TASK TO COMPLETE:
Only the lines from the line containing "part 2 of me_mesh_0, added" to the end of the records, both included, belong in the answer, copied exactly.

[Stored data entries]
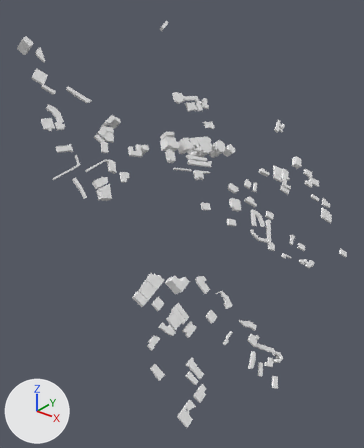
The glTF model foss4g-2025/public/premade-output/tileset/buildings/data/RC00.glb: old version first, new version second.
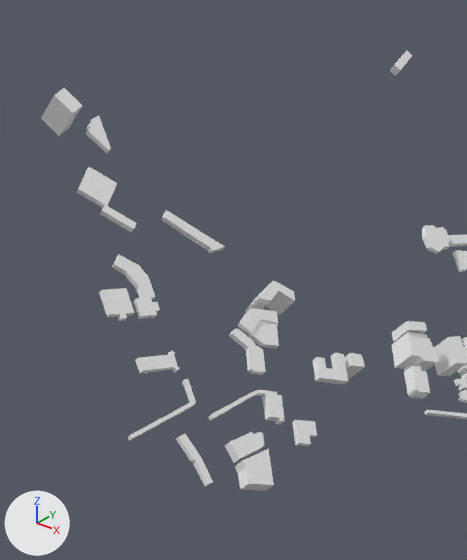
Each version is shown whole from a 50 mm lens placed at (-5087112.0, 465845.0, -3804332.0), pointed at (-5088050.0, 467018.0, -3805059.0), then close up on the part from 0% to 52% of the width and 0% to 51% of the height. Lighting does not change. The marker at lower left points along +X, +Y and +Z. Where no turn or scale is listed for an object, it has been applied to the vertices. Vertices at the same position are counted once.

Names of what the first close-up shows: 'node'.
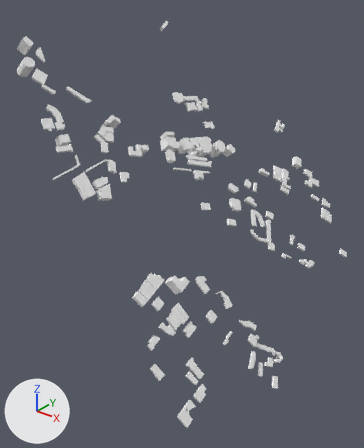
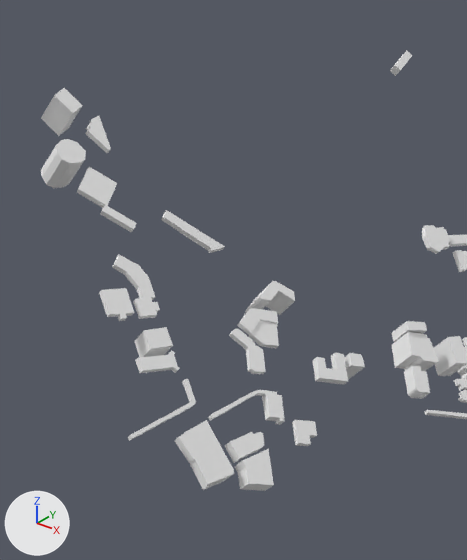
Pixel boxes (x1, y1, x2, y2) of what changed, in the close-ups (467 x 560 px):
part 1 of me_mesh_0, added
    after: (41, 139, 86, 188)
part 2 of me_mesh_0, added
    after: (134, 327, 173, 358)
part 3 of me_mesh_0, built on
    before: (181, 434, 213, 484)
    after: (175, 420, 234, 490)

Patch to the scene script:
```diff
--- a/foss4g-2025/public/premade-output/tileset/buildings/data/RC00.glb.py
+++ b/foss4g-2025/public/premade-output/tileset/buildings/data/RC00.glb.py
@@ me_mesh_0 @@
 # used by ob_node; location = (-5088011.0, 467110.0, -3804971.0)
-me_mesh_0.from_pydata(...)  # 2302 vertices, 4223 faces; spans x -419.0..409.0, y -489.0..488.0, z -478.0..511.0
+me_mesh_0.from_pydata(...)  # 2351 vertices, 4311 faces; spans x -419.0..409.0, y -489.0..488.0, z -478.0..511.0
+# me_mesh_0 part 1: a new loose piece of 20 vertices spanning x -391.0..-330.0, y -410.0..-372.0, z 389.0..446.0, in mat_color_material
+# me_mesh_0 part 2: a new loose piece of 14 vertices spanning x -246.0..-204.0, y -413.0..-378.0, z 212.0..250.0, in mat_color_material
+# me_mesh_0 part 3
+# 12 faces are deleted
+# 16 vertices are added at x -168.0..-105.0, y -427.0..-390.0, z 83.0..155.0
+# 40 new faces join them
 me_mesh_0.materials.append(mat_color_material)
```

RESULT:
part 2 of me_mesh_0, added
    after: (134, 327, 173, 358)
part 3 of me_mesh_0, built on
    before: (181, 434, 213, 484)
    after: (175, 420, 234, 490)

Patch to the scene script:
```diff
--- a/foss4g-2025/public/premade-output/tileset/buildings/data/RC00.glb.py
+++ b/foss4g-2025/public/premade-output/tileset/buildings/data/RC00.glb.py
@@ me_mesh_0 @@
 # used by ob_node; location = (-5088011.0, 467110.0, -3804971.0)
-me_mesh_0.from_pydata(...)  # 2302 vertices, 4223 faces; spans x -419.0..409.0, y -489.0..488.0, z -478.0..511.0
+me_mesh_0.from_pydata(...)  # 2351 vertices, 4311 faces; spans x -419.0..409.0, y -489.0..488.0, z -478.0..511.0
+# me_mesh_0 part 1: a new loose piece of 20 vertices spanning x -391.0..-330.0, y -410.0..-372.0, z 389.0..446.0, in mat_color_material
+# me_mesh_0 part 2: a new loose piece of 14 vertices spanning x -246.0..-204.0, y -413.0..-378.0, z 212.0..250.0, in mat_color_material
+# me_mesh_0 part 3
+# 12 faces are deleted
+# 16 vertices are added at x -168.0..-105.0, y -427.0..-390.0, z 83.0..155.0
+# 40 new faces join them
 me_mesh_0.materials.append(mat_color_material)
```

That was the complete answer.